# NPC reference for Shelter from the Storm



## Truename (Jan 23, 2011)

There is a squidload (that's the grandma-friendly version) of NPCs in Shelter from the Storm. By my count, there are 19 recurring NPCs and 35 episode-specific NPCs. I love the detail, and it can be a bit overwhelming. To help myself keep track of it all, I made an NPC reference sheet, and I filled in some motivations and roleplaying hints for myself as well.

Here's a copy. All of the "Context" descriptions come from the adventure, but I had to make up most of the "Goal" and "Notable Trait" descriptions myself. Feel free to change them.

PS: Thanks for all your interest in my other cheat sheets! Morrus, feel free to include these with the other WotBS downloads if you want.


----------



## OnlineDM (Jan 27, 2011)

Very helpful - thanks!


----------



## Panthanas (Jan 28, 2011)

D'oh!  I can't give you XP again!

Well, thank you for the sheet.  I'll use it in my game tomorrow!


----------



## Stormrazor2000 (Jan 29, 2011)

Thanks for sharing! Very helpful.


----------



## Talysian (Feb 1, 2011)

Really helpful! you wouldn't happen to have this in word/excel would you? I have a few things I'm changing up and it would make my life soo much easier!


----------



## Gorok (Feb 1, 2011)

Talysian said:


> Really helpful! you wouldn't happen to have this in word/excel would you? I have a few things I'm changing up and it would make my life soo much easier!




I was able to copy/paste the words out of the PDF file into word.  The pretty formatting is lost, but the raw words can be edited however you want afterwards.


----------



## Truename (Feb 3, 2011)

Talysian said:


> Really helpful! you wouldn't happen to have this in word/excel would you? I have a few things I'm changing up and it would make my life soo much easier!




Sure! The original was done in Pages for the Mac, so I've included that as well as a Word export.

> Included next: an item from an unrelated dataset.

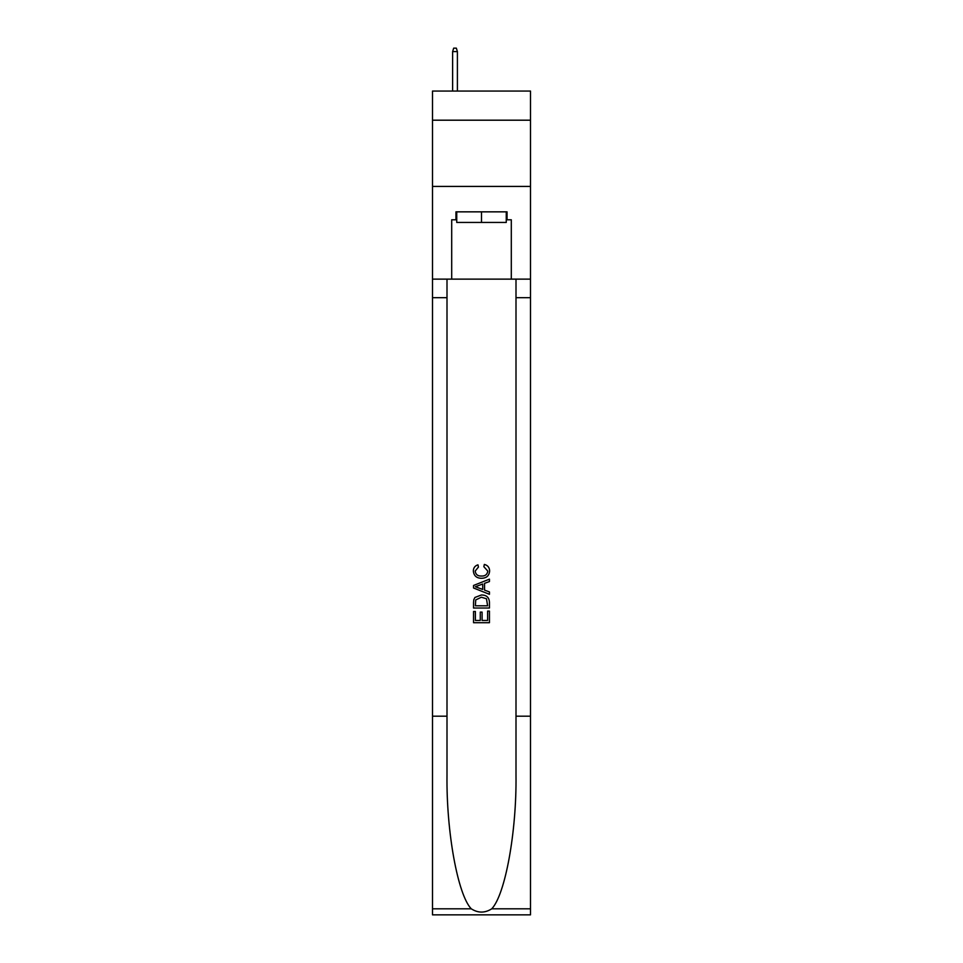 <?xml version="1.0" encoding="UTF-8"?>
<svg xmlns="http://www.w3.org/2000/svg" width="963" height="963" viewBox="0 0 963 963"><rect width="100%" height="100%" fill="white"/><g stroke="black" fill="none" stroke-linecap="round" stroke-linejoin="round"><path stroke-width="1.44" d="M530.505 120.194L530.505 91.064L432.495 91.064L432.495 120.194L530.505 120.194L530.505 186.425L432.495 186.425L432.495 120.194M506.261 211.848L506.261 222.441L456.739 222.441L456.739 211.848M481.5 211.848L481.5 222.441M487.603 611.084L487.603 620.461L482.102 620.461L487.603 620.461L487.603 611.084L489.445 611.084L489.445 622.7L473.543 622.7L473.543 611.493L473.543 622.7M480.272 612.107L480.272 620.461L475.385 620.461L480.272 620.461L480.272 612.107L482.102 612.107L482.102 620.461M474.915 597.469L473.772 599.78L474.915 597.469L481.404 594.99C486.496 594.965 489.168 597.409 489.445 602.332L489.445 608.026L473.543 608.026L473.543 602.597L473.543 608.026M484.353 564.426L483.835 566.665L484.353 564.426C487.723 565.305 489.481 567.46 489.637 570.915C489.216 575.79 486.459 578.245 481.38 578.282L481.38 578.282C476.492 578.173 473.82 575.73 473.339 570.951L473.339 570.951C473.423 567.821 474.964 565.775 477.961 564.836L478.442 567.075L475.18 571.059C475.65 574.502 477.708 576.151 481.368 576.043C485.087 576.235 487.23 574.598 487.808 571.119L483.835 566.665M491.744 908.807L530.505 908.807L530.505 914.85L432.495 914.85L432.495 716.183L447.001 716.183L447.001 775.251C446.29 831.707 457.75 894.771 471.256 908.807C478.081 913.165 484.907 913.165 491.744 908.807C505.25 894.771 516.71 831.707 515.999 775.251L515.999 279.126M473.543 585.468L473.543 587.996L489.445 594.303L473.543 587.996L473.543 585.468L489.445 579.16L473.543 585.468M515.999 716.183L530.505 716.183L530.505 186.425M432.495 716.183L432.495 186.425M447.001 279.126L447.001 716.183M530.505 908.807L530.505 716.183M432.495 279.126L451.695 279.126L451.695 219.793L456.739 219.793M506.261 219.793L507.056 219.793L507.056 211.848L455.944 211.848L455.944 219.793M507.056 219.793L511.305 219.793L511.305 279.126L530.505 279.126M451.695 279.126L511.305 279.126M489.445 579.16L489.445 581.544L484.545 583.349L484.545 590.126L489.445 591.932L489.445 594.303M478.31 587.815L482.716 589.452L482.716 584.023L475.385 586.732L478.31 587.815M482.716 584.023L482.716 589.452M473.543 602.597L473.772 599.78M486.484 598.757L487.603 605.787L486.484 598.757L481.368 597.229L475.71 599.937L475.385 605.787L487.603 605.787L475.385 605.787M473.543 611.493L475.385 611.493L475.385 620.461M457.401 91.064L457.401 51.593L452.622 51.593L452.622 91.064M452.622 51.593L453.681 48.15L456.342 48.15L457.401 51.593M515.999 297.675L530.505 297.675M447.001 297.675L432.495 297.675M432.495 908.807L471.256 908.807"/></g></svg>

I'm not sure how well the export worked, but give it a try.


----------



## Talysian (Feb 4, 2011)

Thank you!


----------



## Zinovia (Feb 13, 2011)

Nice sheet.  I made something similar that includes NPC's from the entire run of modules we've played through so far, but I should expand the roleplay notes to be more like yours.  What mine does include are all the changes I have made to names and races, and a note on the original name from the modules, because I have heavily customized the campaign.  In mine Ragesia was founded by tieflings in an effort to recreate the lost empire of Bael Turath.  My world includes genasi, but not half orcs.  A great many changes had to be made to accommodate my version of the story.  

One thing I did was to make a version of my sheet for the players, that eliminates any info they don't know.  It includes the name, a description, and a brief note about who the NPC is.  They are sorted by region, i.e. Gate Pass, Seaquen, Dassen.  This makes keeping track of the large number of NPC's easier on the players as well.  That's important when we play only every 2-3 weeks.


----------



## Truename (Feb 13, 2011)

Zinovia said:


> One thing I did was to make a version of my sheet for the players, that eliminates any info they don't know.  It includes the name, a description, and a brief note about who the NPC is.  They are sorted by region, i.e. Gate Pass, Seaquen, Dassen.  This makes keeping track of the large number of NPC's easier on the players as well.  That's important when we play only every 2-3 weeks.




Maybe I should do that, too. My players have been complaining that they can't keep track of everything.  Right now, I'm just reminding them of who somebody is when they meet him (or her). Do your players use the reference, or does it add to the information overload?


----------



## marciob2 (Feb 13, 2011)

Very nice indeed!


----------



## Zinovia (Feb 14, 2011)

Truename said:


> Do your players use the reference, or does it add to the information overload?



They use it occasionally as a reference, but I still end up having to remind them of names.  I use my version all the time.  When I first gave them the sheet I missed taking off some information that was known only to one of the PCs, and thus spoiled a surprise.  I had created a NPC by the name of Mednii who runs the bank in Seaquen.  Given the way my group is, I was sure they would interact with her many times.  Mednii is a copper dragon and the bank vault is her hoard.  She usually looks like a copper-haired elf.  The sheet spoiled my reveal.  I was hoping to surprise the halfling rogue if he ever got the notion to rob the bank.


----------



## GenLang (Jan 10, 2012)

Truename said:


> There is a squidload (that's the grandma-friendly version) of NPCs in Shelter from the Storm. By my count, there are 19 recurring NPCs and 35 episode-specific NPCs. I love the detail, and it can be a bit overwhelming. To help myself keep track of it all, I made an NPC reference sheet, and I filled in some motivations and roleplaying hints for myself as well.




I can't give any more XP, but wanted to thank you for writing this up.  Very VERY useful!


----------